There’s evidence that the U.S. government agrees.

In July, Medicare announced plans to begin reimbursing doctors for their time spent discussing palliative care with patients. Supporters argue that encouraging physicians to display all options to those with a fatal diagnoses could spare loved ones from shouldering costly medical bills.

“I think it’s a sign that things are changing,” Hebb said. “People are fed up with the overpolicing of this conversation.”

Kate DeBartolo, national field manager for the Conversation Project, similar to “Death Over Dinner,” said end-of-life talks are not as much about dying as many would think.

“It’s about how you want to live at the end,” she said.

DeBartolo’s job is to travel, teaching how to guide the conversation at the community level, where people “work, live and pray,” using ice breakers and literature written by the project’s expert contributors.

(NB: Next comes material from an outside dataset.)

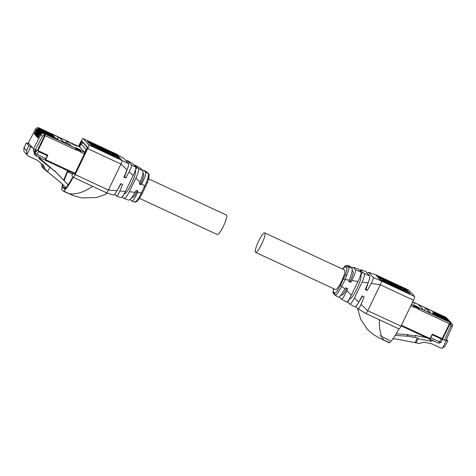 <?xml version="1.0" encoding="UTF-8"?>
<svg xmlns="http://www.w3.org/2000/svg" width="476" height="476" viewBox="0 0 476 476"><rect width="100%" height="100%" fill="white"/><g stroke="black" fill="none" stroke-linecap="round" stroke-linejoin="round"><path stroke-width="0.71" d="M38.746 157.526L56.144 172.366L49.099 166.624L49.796 167.385L47.79 171.533L45.547 169.7L43.143 164.97L37.473 160.341L28.661 156.241A4.123 4.04 -42.3 0 1 27.4 155.313L24.419 152.034A4.123 4.04 -42.3 0 1 23.913 151.344L24.038 147.822L26.358 142.955L29.387 144.24L28.292 142.961M26.358 142.955L23.8 148.238L24.038 147.822L26.531 150.559L26.894 154.629L30.708 146.745L28.863 145.733L26.376 142.99M27.4 155.313A4.123 4.04 -42.3 0 1 26.894 154.629M79.968 150.184L80.17 149.773L75.059 147.393L75.857 148.28L45 133.994A1.791 0.333 115 0 1 44.464 135.874L37.306 150.684L33.487 148.75L32.368 147.518L30.708 146.745M32.368 147.518L29.387 144.24M40.9 163.137L41.156 163.649M38.431 151.6L47.374 155.759L38.431 151.6L37.033 154.498A1.791 0.333 115 0 1 36.027 155.854A1.791 0.333 115 0 1 36.009 155.836A1.791 1.755 -42.3 0 1 35.456 155.432L34.337 154.2L34.07 152.255L34.534 151.285L33.261 150.69L34.028 149.101M49.796 167.385L39.199 158.716M39.038 158.514L39.383 158.895L38.931 156.771M39.068 127.919L39.734 128.621L37.913 128.597L36.271 129.972L34.236 133.899L34.48 134.167L36.557 130.287L38.217 128.931L40.234 129.169L38.413 129.145L36.771 130.519L34.736 134.446L34.98 134.72L37.057 130.835L38.717 129.478L40.728 129.716L38.907 129.698L37.271 131.067L35.23 134.994L35.48 135.267L37.556 131.382L39.211 130.031L41.228 130.269L39.407 130.245L37.771 131.614L35.73 135.541L35.98 135.815L38.056 131.929L39.71 130.579L41.727 130.817L39.907 130.793L38.264 132.161L36.23 136.094L36.473 136.362L38.55 132.477L40.21 131.126L42.227 131.364L40.406 131.34L38.764 132.715L36.729 136.642L36.973 136.909L39.05 133.03L40.71 131.673L42.727 131.911L40.9 131.888L39.264 133.262L37.223 137.189L37.473 137.463L39.55 133.577L41.204 132.221L43.221 132.459L41.4 132.435L39.764 133.81L37.723 137.737L37.973 138.01L40.049 134.125L40.769 134.916L33.487 148.75M33.261 150.69L35.343 151.975M36.218 150.172L35.283 152.106L34.534 151.285M45.547 169.7L42.62 164.541M37.723 137.737L38.134 137.701M55.662 138.248L43.221 132.459M37.223 137.189L37.64 137.153M55.162 137.701L42.727 131.911M36.729 136.642L37.14 136.6M54.669 137.148L42.227 131.364M36.23 136.094L36.64 136.053M54.169 136.6L41.727 130.817M35.73 135.541L36.14 135.505M53.669 136.053L41.228 130.269M35.23 134.994L35.646 134.958M53.169 135.505L40.728 129.716M34.736 134.446L35.147 134.41M52.675 134.958L40.234 129.169M34.236 133.899L34.647 133.857M40.049 134.125L41.704 132.774L43.721 133.006L44.339 133.685A2.725 2.672 137.7 0 0 40.769 134.916L42.584 135.987L35.331 149.761M56.168 138.802L43.613 132.959L64.082 142.723L59.345 137.51L39.734 128.621M36.682 150.392L35.188 153.486A1.791 1.755 -42.3 0 0 35.456 155.432A1.791 1.791 0 0 0 36.027 155.854L44.97 160.013L47.374 155.759M42.507 164.452L43.542 168.564L61.648 183.337L65.861 187.752M68.08 184.884L56.144 172.366M54.556 170.622L68.116 184.837M43.542 168.564L41.953 166.82L41.061 163.274M28.268 143.008L35.533 129.139C36.402 127.8 37.592 127.395 39.097 127.925L39.758 128.234A1.791 0.333 115 0 1 39.758 128.234A1.791 0.333 115 0 1 39.782 128.252L70.882 142.806L71.686 143.687L76.797 146.061L75.993 145.18A1.791 0.333 -65 0 0 75.976 145.168A1.791 0.333 -65 0 0 75.63 145.412M34.855 151.433L35.599 149.886M44.464 135.874L43.804 135.565L42.584 135.987M55.466 138.986C55.793 138.105 55.728 138.034 55.276 138.772M54.972 138.433C55.293 137.558 55.228 137.487 54.776 138.219M54.472 137.885C54.794 137.011 54.728 136.939 54.276 137.671M53.972 137.338C54.3 136.463 54.234 136.392 53.776 137.124M53.473 136.791C53.8 135.916 53.734 135.844 53.282 136.576M52.979 136.243C53.3 135.368 53.235 135.291 52.782 136.029M52.479 135.696C52.8 134.815 52.735 134.744 52.283 135.476M51.979 135.142L52.181 134.416M80.17 149.773L80.968 150.654A1.791 0.333 115 0 1 80.652 152.058M84.068 143.419L83.413 143.109A1.791 1.755 137.7 0 0 81.039 143.978L79.635 146.876L75.993 145.18L79.635 146.876L84.609 152.35L80.968 150.654M59.661 137.659L64.403 142.871L71.43 146.144L66.688 140.926L59.661 137.659M84.669 152.439L86.079 149.512M75.857 148.28A1.791 0.333 115 0 1 75.541 149.678M56.561 139.224L56.971 138.373L59.345 137.51M75.696 149.274L76.273 149.535M63.945 142.372L66.069 142.211L66.688 140.926M68.324 144.698L66.069 142.211M47.725 155.134L45.494 159.514M45.214 135.63L37.973 150.6L45.113 135.523L76.35 150.119L45.113 135.523M75.029 173.359L45.666 159.698L47.844 155.188L37.973 150.6M86.62 149.381L84.175 153.76L76.505 149.797L76.35 150.119M86.65 149.327L86.257 149.149L84.079 153.653L80.206 151.85M76.255 150.011L75.785 149.006M81.426 143.395L80.747 143.08L79.046 146.596M81.473 143.359L80.646 142.973L78.927 146.537M45.666 159.698L45.268 160.239L45.053 160.007M75.761 148.167L79.647 149.833L80.551 150.832L80.337 151.582M75.815 148.054L76.719 149.047L76.505 149.797M71.097 143.038L75.035 144.758L75.803 145.602M71.971 143.817L71.21 142.978M142.913 173.234L143.496 173.55C144.186 174.882 143.193 178.405 140.521 184.129L141.128 184.801L141.777 183.617C144.93 177.554 146.191 173.728 145.561 172.145L143.841 170.277L147.221 172.389A1.791 1.755 137.7 0 0 147.221 172.389A1.791 1.755 137.7 0 0 146.781 172.044L143.942 170.366M141.128 184.801L139.284 183.986L140.105 182.052C142.52 176.084 143.425 172.324 142.812 170.765L140.616 168.379L135.279 165.226L135.975 166.16L134.119 165.136L132.566 163.643L127.312 160.537L131.394 165.035L135.874 167.284C136.196 168.111 135.285 170.86 133.143 175.519L129.163 171.788C131.025 168.212 131.769 165.963 131.394 165.035M139.438 183.629L140.521 184.129M142.687 170.634L143.841 170.277M140.712 168.456L135.333 165.279M142.812 170.765L138.23 168.462L135.095 166.213L135.874 167.284M140.105 182.052L135.904 178.107C138.183 173.139 138.956 169.926 138.23 168.462M130.204 199.432L131.62 200.991C132.804 201.431 134.762 198.593 137.493 192.477L142.407 193.113M134.214 201.842C135.993 202.395 138.397 199.385 141.431 192.81L144.597 186.265L141.777 183.617M123.433 195.19L122.451 197.225L123.754 198.409C125.004 198.784 126.854 196.576 129.293 191.786L135.904 178.107M129.293 191.786L135.16 192.28C132.072 197.748 129.906 200.325 128.669 200.021M137.493 192.477L138.016 191.239L136.172 190.424L135.16 192.28M134.732 165.475L135.279 165.226M131.62 200.991L134.482 201.991C134.631 202.342 135.41 202.181 136.814 201.509L138.689 199.533L142.425 193.149L145.591 186.604L144.597 186.265L146.584 182.046C148.417 177.435 148.887 174.543 147.982 173.365L145.561 172.145M146.584 182.046L147.257 182.814C147.744 182.243 150.267 173.871 148.429 173.716L146.721 171.985M126.199 161.019L127.312 160.537M127.657 168.29L124.551 176.697L125.759 178.03L129.163 171.788M133.143 175.519L125.438 191.459C123.248 195.815 121.85 197.855 121.225 197.582M135.238 170.551L136.951 167.231M124.075 193.863C126.783 195.106 137.171 173.621 135.327 170.592M123.754 198.409L128.835 200.134M147.257 182.814L145.573 186.568M137.409 190.567C135.041 195.511 133.179 197.885 131.822 197.695M122.451 197.225L122.118 197.094M114.722 194.131L116.525 196.076L121.32 197.653M124.206 176.536L124.551 176.697M116.204 153.986L123.915 158.514L128.544 163.601C128.883 164.464 128.383 166.535 127.056 169.807L123.915 177.215L125.759 178.03M127.056 169.807L120.946 164.077L108.403 190.025L116.935 190.745C115.21 193.786 114.02 195.208 113.365 195.005M116.424 196.005C117.173 196.189 118.328 194.517 119.881 190.989L122.647 184.468L120.803 183.653L116.935 190.745M119.881 190.989L125.438 191.459M121.118 183.795L117.685 189.371M78.564 146.37L81.039 141.253C82.009 139.331 82.693 138.439 83.08 138.57L88.798 144.865A3.588 0.672 115 0 1 87.733 148.619L120.946 164.077C121.862 162.09 122.219 160.84 122.017 160.323L116.263 154.004M123.962 158.562L116.299 154.028L83.08 138.57L116.251 153.998M128.544 163.601L88.798 144.865M69.425 193.774L63.796 191.09C66.426 188.722 69.55 184.123 73.173 177.274L106.356 192.703C106.749 192.84 107.427 191.947 108.403 190.025L75.19 174.567L87.733 148.619M139.516 198.349L217.294 234.549A10.758 2.017 -65 0 0 223.482 226.023A10.758 2.017 -65 0 0 226.505 215.134A10.758 2.017 -65 0 0 226.374 215.039L148.595 178.845M63.724 180.231L67.402 170.92A3.588 0.672 115 0 1 67.354 170.521M63.409 191.191L63.796 191.09L63.409 191.191L61.6 189.204L62.493 184.218M75.19 174.567A3.588 0.672 115 0 1 73.185 177.28A3.588 0.672 115 0 1 73.173 177.274L86.638 183.528M80.89 143.086L81.979 141.122L87.519 147.215L74.857 173.722L74.452 174.264L73.756 173.502M73.054 173.175L71.799 175.769L72.852 176.923C68.853 184.039 66.093 188.085 64.569 189.055L64.569 189.055M64.45 189.115L62.618 187.116L62.993 184.742M64.123 180.654L67.717 171.283L68.77 172.437L72.56 174.198M69.264 171.408L68.77 172.437M92.57 186.277C84.68 191.971 76.969 194.47 69.442 193.78L75.184 196.225L81.89 197.921L96.206 197.558L103.994 194.987L107.582 193.125M87.263 141.247L114.169 153.611L116.007 154.623L119.428 158.389L92.522 146.025L90.684 145.013L87.245 141.211M65.289 188.371L62.618 187.116M65.432 188.222L62.594 186.878M118.5 158.103L115.775 155.105L113.502 153.891M90.559 143.216L87.959 142.015M109.724 152.136L103.917 149.434M100.144 147.679L94.337 144.978M106.398 152.266L112.122 155.14M96.783 147.667L102.536 150.684M97.931 148.09L98.163 147.608L95.997 146.804L96.83 147.715L93.635 146.227L92.576 145.067L92.344 145.549L92.957 146.227M92.522 145.186L90.494 143.437M111.735 154.718L111.967 154.236L112.794 155.146L115.989 156.634L114.936 155.474L111.33 153.534L114.115 154.569L113.937 154.932M111.967 154.236L109.165 152.731L108.933 153.213M102.334 150.458L102.572 149.976L103.215 150.69L106.41 152.171L105.761 151.463L109.165 152.731M98.163 147.608L102.572 149.976M92.576 145.067L95.361 146.102L91.755 144.163L91.523 144.65M90.47 143.484L90.702 143.002L91.755 144.163M90.702 143.002L97.526 146.905L100.93 148.173L100.263 147.423L100.061 147.852M100.091 147.857L100.281 147.459L103.476 148.946L108.528 152.028L110.694 152.832L109.849 151.886L113.056 153.409L114.115 154.569M102.959 149.393L106.362 151.219L103.732 150.243L100.329 148.417L102.959 149.393L102.792 149.738M433.303 340.292L431.339 341.292L418.047 338.751L417.351 337.99L415.346 342.131L416.042 342.898L418.904 343.446L424.164 342.28L431.399 343.66L440.217 347.76A4.123 4.04 137.7 0 0 442.609 348.081L445.233 345.998L447.785 340.709L446.512 339.287M442.609 348.081L446.417 340.197L447.785 340.709M416.042 342.898L418.047 338.751M414.786 336.056L415.066 335.473L426.526 337.662M417.351 337.99L408.36 336.27L406.772 334.527L415.762 336.24L415.066 335.473M444.519 340.179L445.893 340.691L452.2 326.411L450.802 325.953L444.519 340.179L432.041 334.693L430.863 337.115M433.243 314.517L433.945 313.089C434.398 312.351 434.463 312.429 434.142 313.303L434.523 313.482M446.791 318.367L447.696 319.051L446.791 318.367M433.505 314.636L434.142 313.303C434.463 312.429 434.398 312.351 433.945 313.089M433.868 314.803L434.445 313.636C434.897 312.905 434.963 312.976 434.642 313.851L435.022 314.029M447.291 318.914L448.196 319.604L447.291 318.914M434.13 314.928L434.642 313.851C434.963 312.976 434.897 312.905 434.445 313.636M434.493 315.094L434.945 314.184C435.397 313.452 435.463 313.523 435.135 314.398L435.522 314.577M447.791 319.461L448.695 320.152L447.791 319.461M434.749 315.213L435.135 314.398C435.463 313.523 435.397 313.452 434.945 314.184M435.118 315.386L435.439 314.731C435.897 313.999 435.962 314.071 435.635 314.945L436.022 315.124M448.291 320.009L449.189 320.699L448.291 320.009M435.373 315.505L435.635 314.945C435.962 314.071 435.897 313.999 435.439 314.731M435.742 315.677L435.939 315.279C436.391 314.547 436.456 314.618 436.135 315.493L436.516 315.671M448.785 320.556L449.689 321.246L448.785 320.556M435.992 315.79L436.135 315.493C436.456 314.618 436.391 314.547 435.939 315.279M436.367 315.969L436.438 315.826C436.891 315.094 436.956 315.166 436.635 316.046L437.016 316.225M449.284 321.11L450.189 321.794L449.284 321.11M436.617 316.082L436.635 316.046C436.956 315.166 436.891 315.094 436.438 315.826M449.784 321.657L450.689 322.347L449.784 321.657M452.2 326.411L451.73 323.496L450.897 322.883A2.725 2.672 -42.3 0 1 452.182 326.369M447.38 318.73L445.679 317.141A2.725 2.672 -42.3 0 1 446.512 317.754L447.196 318.503M432.886 314.344L433.642 312.756L434.029 312.934M432.166 334.824L430.768 337.722A1.791 0.333 115 0 1 429.876 339.055M396.187 333.825L406.772 334.527M408.36 336.27L395.223 335.401M419.689 343.273L419.118 343.398M415.947 342.791L396.216 339.025L392.938 338.811M442.543 339.257L449.701 324.453A1.791 0.333 -65 0 0 450.237 322.573L442.287 339.471M436.938 316.379C437.39 315.647 437.456 315.719 437.129 316.594C437.456 315.719 437.39 315.647 436.938 316.379M446.298 317.813L425.931 308.103L430.673 313.315L450.284 322.204M437.432 316.927L437.825 316.403L450.373 322.24M450.112 322.436L419.13 308.02L418.333 307.139L413.222 304.759L414.019 305.646A1.791 0.333 115 0 1 413.703 307.044M412.502 302.284L414.959 303.426L414.156 302.546A1.791 0.333 -65 0 0 414.138 302.534A1.791 0.333 -65 0 0 413.775 302.801M430.352 313.166L425.615 307.954L418.588 304.682L423.325 309.9L430.352 313.166M433.844 312.024L433.642 312.756M433.469 311.607L432.279 314.065M442.263 339.447L432.041 334.693M419.13 308.02A1.791 0.333 115 0 1 418.815 309.424M418.333 307.139L418.118 307.579M414.37 306.871L413.858 306.639M425.931 308.103A1.791 1.755 -42.3 0 1 426.478 308.507L430.988 313.464M425.615 307.954L424.425 310.411M410.842 305.717L414.453 307.454L414.822 306.383L413.918 305.39L417.75 307.169L418.654 308.168L414.822 306.383M413.942 306.401L414.352 307.347M418.309 309.186L449.421 323.728L418.285 309.239L418.654 308.168M401.119 325.84L429.739 339.156L432.315 334.104L442.186 338.698L449.421 323.728M410.818 305.765L414.453 307.454M413.9 302.938L413.12 302.093M352.169 270.612L353.008 271.046C353.704 272.379 352.71 275.907 350.033 281.631L348.866 281.084M351.794 267.988L353.162 267.286L355.429 269.708C355.977 271.237 354.751 274.848 351.734 280.531L350.717 282.381L348.729 281.405L349.247 280.162C351.764 273.807 352.68 269.821 351.996 268.214L350.199 266.31L347.516 265.424L350.378 266.429M350.033 281.631L350.717 282.381M355.429 269.708L361.141 272.195L360.516 271.272L362.498 272.034L364.075 273.474L369.656 275.907L365.574 271.415L360.677 269.761L359.88 270.326M353.329 267.399L358.244 269.011L359.541 270.195L361.522 270.957L360.766 269.838M353.162 267.286L358.244 269.011M346.79 275.211L345.201 275.051C346.712 271.112 347.218 268.702 346.712 267.81A1.791 1.755 -42.3 0 1 348.979 266.899C349.211 267.845 348.486 270.618 346.79 275.211L345.046 279.543L349.247 280.162M338.055 297.054C339.287 297.53 341.589 294.858 344.963 289.027L340.429 285.261L345.201 275.051M344.963 289.027L345.618 287.843L347.605 288.819L346.79 290.765C344.249 296.572 342.411 299.309 341.286 298.964L339.305 296.786M341.286 298.964L346.665 302.141C347.409 302.284 348.985 299.945 351.383 295.138L346.79 290.765M351.383 295.138L357.994 281.459C360.314 276.508 361.361 273.42 361.141 272.195M351.734 280.531L357.994 281.459M342.524 269.089L345.511 266.489L347.783 265.578L348.979 266.899L351.996 268.214M362.498 272.034L360.808 275.521L360.534 275.396M360.808 275.521C362.652 278.549 352.27 300.035 349.562 298.791L347.873 302.284L349.426 303.777C350.509 304.265 352.169 302.343 354.406 298.012L362.111 282.072L368.037 282.946C369.483 279.376 370.025 277.032 369.656 275.907M362.581 296.131L358.767 302.129C356.833 305.509 355.477 307.085 354.685 306.883L349.426 303.777M364.075 273.474C364.806 274.682 364.152 277.55 362.111 282.072M360.677 269.761L365.574 271.415M375.505 274.67L368.537 272.355L373.214 277.46C373.511 278.317 372.839 280.305 371.179 283.41L367.288 290.473L365.3 289.497L368.037 282.946M346.921 288.069C344.559 293.008 342.696 295.382 341.34 295.191M334.015 294.055L333.301 291.758L334.497 293.079L335.211 295.376C336.11 295.542 338.335 292.448 341.881 286.088L345.046 279.543L343.595 278.716M333.396 288.575L333.057 292.811L334.771 295.025L338.156 297.137M347.266 301.945L347.873 302.284M371.179 283.41L380.288 284.761L367.74 310.709L361.058 304.348L364.176 296.911L362.182 295.935L358.755 302.153L354.406 298.012M369.233 279.62L366.002 289.063L367.288 290.473M366.002 289.063L365.568 288.855M255.624 252.381L335.467 289.539A10.758 2.017 -65 0 0 341.655 281.019A10.758 2.017 -65 0 0 344.678 270.124A10.758 2.017 -65 0 0 344.547 270.029L264.698 232.871A10.758 2.017 115 0 1 264.829 232.972A10.758 2.017 115 0 1 261.806 243.861A10.758 2.017 115 0 1 255.624 252.381A10.758 2.017 115 0 1 255.493 252.286A10.758 2.017 115 0 1 258.51 241.391A10.758 2.017 115 0 1 264.698 232.871M361.058 304.348C359.66 307.544 358.654 309.049 358.029 308.859L355.792 306.401M357.607 308.394L360.635 319.158L366.972 328.809C370.411 332.26 373.065 334.473 374.921 335.449L378.795 337.746L389.57 342.69C392.194 340.322 395.318 335.717 398.947 328.874A3.588 0.672 -65 0 0 398.959 328.88L365.741 313.422L358.029 308.859M385.417 322.567L398.947 328.874A3.588 0.672 -65 0 0 400.959 326.167L367.74 310.709C366.77 312.631 366.086 313.523 365.699 313.392L365.729 313.416M400.959 326.167L413.501 300.219L380.288 284.761C381.205 282.774 381.556 281.524 381.353 281.007L373.214 277.46M368.537 272.355L367.276 273.289M368.632 272.415L375.635 274.712L381.353 281.007L414.566 296.465L408.854 290.17A3.588 0.672 -65 0 0 408.807 290.14A3.588 0.672 -65 0 0 408.753 290.128M408.807 290.14L375.635 274.712L408.854 290.17M414.566 296.465C414.774 296.982 414.417 298.232 413.501 300.219M389.57 342.69L389.178 342.791L389.57 342.69M410.366 293.835L383.483 281.423L381.645 280.412L378.206 276.61L405.124 289.009L406.968 290.021L410.401 293.823M381.52 278.615L378.92 277.413M385.298 280.376L391.099 283.077M394.878 284.832L400.685 287.534M404.457 289.295L404.892 289.491L405.124 289.009M409.455 293.502L406.73 290.503L404.892 289.491M381.449 278.835L383.477 280.584M403.077 290.538L397.359 287.671M393.497 286.082L387.738 283.065M383.918 281.625L383.305 280.947L383.537 280.465L384.471 281.881M382.484 280.049L382.716 279.561L386.322 281.5L383.537 280.465M382.716 279.561L381.657 278.4L381.425 278.882M404.897 290.336L405.07 289.967L404.017 288.807L400.822 287.32L401.649 288.23L399.483 287.427L394.437 284.345L391.242 282.857L391.885 283.571L388.487 282.304L381.645 278.365L381.407 278.847M391.016 283.25L391.224 282.821L391.046 283.262M400.572 287.766L400.804 287.284L400.59 287.801M405.07 289.967L402.291 288.932L405.891 290.872L406.968 292.068L403.63 290.8M399.888 288.611L400.126 288.129L402.928 289.634L402.69 290.116M402.928 289.634L403.755 290.544M400.126 288.129L396.722 286.861L397.276 287.837M397.365 287.575L389.124 283.006L388.892 283.488M393.295 285.856L393.527 285.374M384.59 281.625L387.803 283.149L386.958 282.203L389.124 283.006M394.693 285.642L391.29 283.815L393.914 284.791L397.317 286.617L394.693 285.642M393.747 285.136L393.914 284.791M81.057 143.93L86.013 149.452A1.791 1.755 137.7 0 1 87.031 148.53M28.863 145.733L26.531 150.559M39.782 128.252L39.115 127.943A2.725 2.672 137.7 0 0 35.551 129.174L36.271 129.972M44.952 159.995L36.057 155.86M45.976 158.657L37.033 154.498L35.188 153.486L34.07 152.255M41.4 132.435L41.983 132.709M40.9 131.888L41.483 132.161M40.406 131.34L40.984 131.608M39.907 130.793L40.484 131.061M39.407 130.245L39.99 130.513M38.907 129.698L39.49 129.966M38.413 129.145L38.99 129.418M37.913 128.597L38.491 128.865M28.251 142.967L35.575 129.133M45 133.994L44.339 133.685L43.804 135.565M44.887 135.993L44.5 135.809M56.971 138.373L58.607 140.176M87.465 147.578L83.413 143.109A1.791 0.333 -65 0 0 83.389 143.097C80.123 143.181 81.509 143.93 81.021 143.942L79.611 146.858M74.732 173.948L45.274 160.245L74.732 173.954M76.719 149.047L80.551 150.832M81.58 141.664L83.133 142.389M115.775 155.105L116.007 154.623M88.381 142.205L88.613 141.723M114.169 153.611L113.931 154.093M109.629 152.403L109.867 151.921M430.768 337.722L439.711 341.881L438.688 343.226L429.834 339.102M431.339 341.292L429.15 338.882M429.828 339.108L438.705 343.238L441.079 342.393L439.711 341.881L441.109 338.989M442.585 339.281L441.062 342.357M449.701 324.453L450.367 324.763L450.802 325.953M450.367 324.757L450.897 322.883L450.237 322.573M445.012 316.832L445.631 317.117M414.156 302.546L445.137 316.962M414.019 305.646L411.454 304.45M449.219 324.15L449.576 324.317M414.608 307.133L418.44 308.918M430.137 338.615L401.405 325.245M429.733 339.15L401.119 325.834M346.712 267.81L345.511 266.489M333.301 291.758L333.456 288.599M334.497 293.079C335.639 293.424 337.615 290.818 340.429 285.261M383.745 340.042C380.574 335.753 379.14 328.993 379.443 319.771M379.342 277.603L379.574 277.121M406.73 290.503L406.968 290.021M70.864 142.788L39.895 128.377M84.056 143.407L83.389 143.097M71.198 142.973L75.035 144.758M127.253 160.489L132.471 163.571M147.227 172.389L148.429 173.71M106.416 192.744L113.455 195.065M63.451 191.227L72.763 195.386M90.684 142.967L90.452 143.449M109.849 151.886L109.611 152.368M434.338 312.565L446.881 318.402M434.832 313.113L447.38 318.95M435.332 313.66L447.88 319.503M435.832 314.208L448.38 320.05M436.331 314.761L448.874 320.598M436.825 315.308L449.374 321.145M437.325 315.856L449.874 321.693M444.995 316.814L446.512 317.754M445.114 316.951L414.138 302.534M342.476 269.065L345.177 265.911L347.51 265.424M341.5 295.31L340.989 295.072M389.219 342.827L378.801 337.746M390.201 340.709L379.931 335.705"/></g></svg>

“We believe that the place for this to begin is at the kitchen table — not the intensive care unit,” the Conversation Project’s website states.

Advances in medicine allow us to live longer, increasing the amount of palliative care-related decisions, DeBartolo says.

To die at home or to die at a hospital? Life support or no life support? Who do you want to be around you? And, then, there are the really difficult fiduciary responsibility questions, like who’s going to get your favorite sweater, your collection of fridge magnets, your car?

Letting those closest to you know how you feel before tragedy strikes can mean the difference between a “good death” and a “bad death,” DeBartolo said. Sifting through medical and legal jargon will help people make more educated decisions.

Death is a part of the human experience, she said, just like birth.